**TASK STATEMENT**
In your copy, include every entry exactly as written but no pictures.

[Items from a data source]
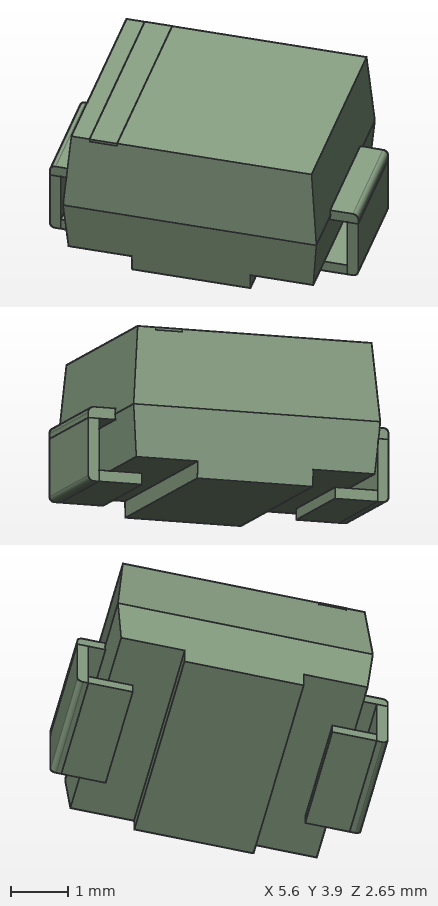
import cadquery as cq
import math

case_length = 4.6
case_width = 3.9
case_top_z = 2.65
parting_z = 1.225
draft_slope = 1 / 12
draft_angle = math.degrees(math.atan(draft_slope))

foot_length = 2.15
foot_height = 0.3

band_width = 0.5
band_depth = 0.05
band_centre_x = -1.6
band_bottom_z = case_top_z - band_depth
band_half_length = case_width / 2 - (band_bottom_z - parting_z) * draft_slope

span_over_leads = 5.6
lead_width = 2.0
lead_thickness = 0.2
bend_radius = 0.1
shoulder_top_z = parting_z + lead_thickness / 2
shoulder_bottom_z = shoulder_top_z - lead_thickness
pad_length = 0.8
lead_outer_x = span_over_leads / 2
upright_inner_x = lead_outer_x - lead_thickness
pad_inner_x = upright_inner_x - pad_length


def box(x_min, x_max, y_min, y_max, z_min, z_max):
    """Axis-aligned block between the given limits."""
    return (
        cq.Workplane("XY")
        .box(x_max - x_min, y_max - y_min, z_max - z_min, centered=False)
        .translate((x_min, y_min, z_min))
    )


def drafted_block(height):
    """Case half of signed height, tapering away from the parting plane."""
    return (
        cq.Workplane("XY", origin=(0, 0, parting_z))
        .rect(case_length, case_width)
        .extrude(height, taper=draft_angle)
    )


def make_band():
    return box(
        band_centre_x - band_width / 2,
        band_centre_x + band_width / 2,
        -band_half_length,
        band_half_length,
        band_bottom_z,
        case_top_z,
    )


def make_upper_case(band):
    return drafted_block(case_top_z - parting_z).cut(band)


def make_lower_case():
    """Lower half, cut away on both sides so that only the foot reaches Z = 0."""
    lower = drafted_block(-parting_z)
    for x_min in (-case_length / 2, foot_length / 2):
        x_max = x_min + (case_length - foot_length) / 2
        lower = lower.cut(box(x_min, x_max, -case_width / 2, case_width / 2, 0, foot_height))
    return lower


def lead_block(x_min, x_max, z_min, z_max):
    """Piece of the +X lead, centred on Y."""
    return box(x_min, x_max, -lead_width / 2, lead_width / 2, z_min, z_max)


def make_shoulder(upper_case, lower_case):
    """Flat top of the lead, ending flush against the drafted case walls."""
    wall_inset = lead_thickness / 2 * draft_slope
    return (
        lead_block(case_length / 2 - wall_inset, lead_outer_x, shoulder_bottom_z, shoulder_top_z)
        .edges("|Y and >X and >Z")
        .fillet(bend_radius)
        .cut(upper_case)
        .cut(lower_case)
    )


def make_upright():
    return (
        lead_block(upright_inner_x, lead_outer_x, 0, shoulder_bottom_z)
        .edges("|Y and >X and <Z")
        .fillet(bend_radius)
    )


def make_pad():
    return lead_block(pad_inner_x, upright_inner_x, 0, lead_thickness)


band = make_band()
upper_case = make_upper_case(band)
lower_case = make_lower_case()

lead_pieces = []
for piece in (make_shoulder(upper_case, lower_case), make_upright(), make_pad()):
    lead_pieces.append(piece.val())
    lead_pieces.append(piece.mirror("YZ").val())

result = cq.Compound.makeCompound([upper_case.val(), lower_case.val(), band.val(), *lead_pieces])

**WRITTEN RESPONSE**
import cadquery as cq
import math

case_length = 4.6
case_width = 3.9
case_top_z = 2.65
parting_z = 1.225
draft_slope = 1 / 12
draft_angle = math.degrees(math.atan(draft_slope))

foot_length = 2.15
foot_height = 0.3

band_width = 0.5
band_depth = 0.05
band_centre_x = -1.6
band_bottom_z = case_top_z - band_depth
band_half_length = case_width / 2 - (band_bottom_z - parting_z) * draft_slope

span_over_leads = 5.6
lead_width = 2.0
lead_thickness = 0.2
bend_radius = 0.1
shoulder_top_z = parting_z + lead_thickness / 2
shoulder_bottom_z = shoulder_top_z - lead_thickness
pad_length = 0.8
lead_outer_x = span_over_leads / 2
upright_inner_x = lead_outer_x - lead_thickness
pad_inner_x = upright_inner_x - pad_length


def box(x_min, x_max, y_min, y_max, z_min, z_max):
    """Axis-aligned block between the given limits."""
    return (
        cq.Workplane("XY")
        .box(x_max - x_min, y_max - y_min, z_max - z_min, centered=False)
        .translate((x_min, y_min, z_min))
    )


def drafted_block(height):
    """Case half of signed height, tapering away from the parting plane."""
    return (
        cq.Workplane("XY", origin=(0, 0, parting_z))
        .rect(case_length, case_width)
        .extrude(height, taper=draft_angle)
    )


def make_band():
    return box(
        band_centre_x - band_width / 2,
        band_centre_x + band_width / 2,
        -band_half_length,
        band_half_length,
        band_bottom_z,
        case_top_z,
    )


def make_upper_case(band):
    return drafted_block(case_top_z - parting_z).cut(band)


def make_lower_case():
    """Lower half, cut away on both sides so that only the foot reaches Z = 0."""
    lower = drafted_block(-parting_z)
    for x_min in (-case_length / 2, foot_length / 2):
        x_max = x_min + (case_length - foot_length) / 2
        lower = lower.cut(box(x_min, x_max, -case_width / 2, case_width / 2, 0, foot_height))
    return lower


def lead_block(x_min, x_max, z_min, z_max):
    """Piece of the +X lead, centred on Y."""
    return box(x_min, x_max, -lead_width / 2, lead_width / 2, z_min, z_max)


def make_shoulder(upper_case, lower_case):
    """Flat top of the lead, ending flush against the drafted case walls."""
    wall_inset = lead_thickness / 2 * draft_slope
    return (
        lead_block(case_length / 2 - wall_inset, lead_outer_x, shoulder_bottom_z, shoulder_top_z)
        .edges("|Y and >X and >Z")
        .fillet(bend_radius)
        .cut(upper_case)
        .cut(lower_case)
    )


def make_upright():
    return (
        lead_block(upright_inner_x, lead_outer_x, 0, shoulder_bottom_z)
        .edges("|Y and >X and <Z")
        .fillet(bend_radius)
    )


def make_pad():
    return lead_block(pad_inner_x, upright_inner_x, 0, lead_thickness)


band = make_band()
upper_case = make_upper_case(band)
lower_case = make_lower_case()

lead_pieces = []
for piece in (make_shoulder(upper_case, lower_case), make_upright(), make_pad()):
    lead_pieces.append(piece.val())
    lead_pieces.append(piece.mirror("YZ").val())

result = cq.Compound.makeCompound([upper_case.val(), lower_case.val(), band.val(), *lead_pieces])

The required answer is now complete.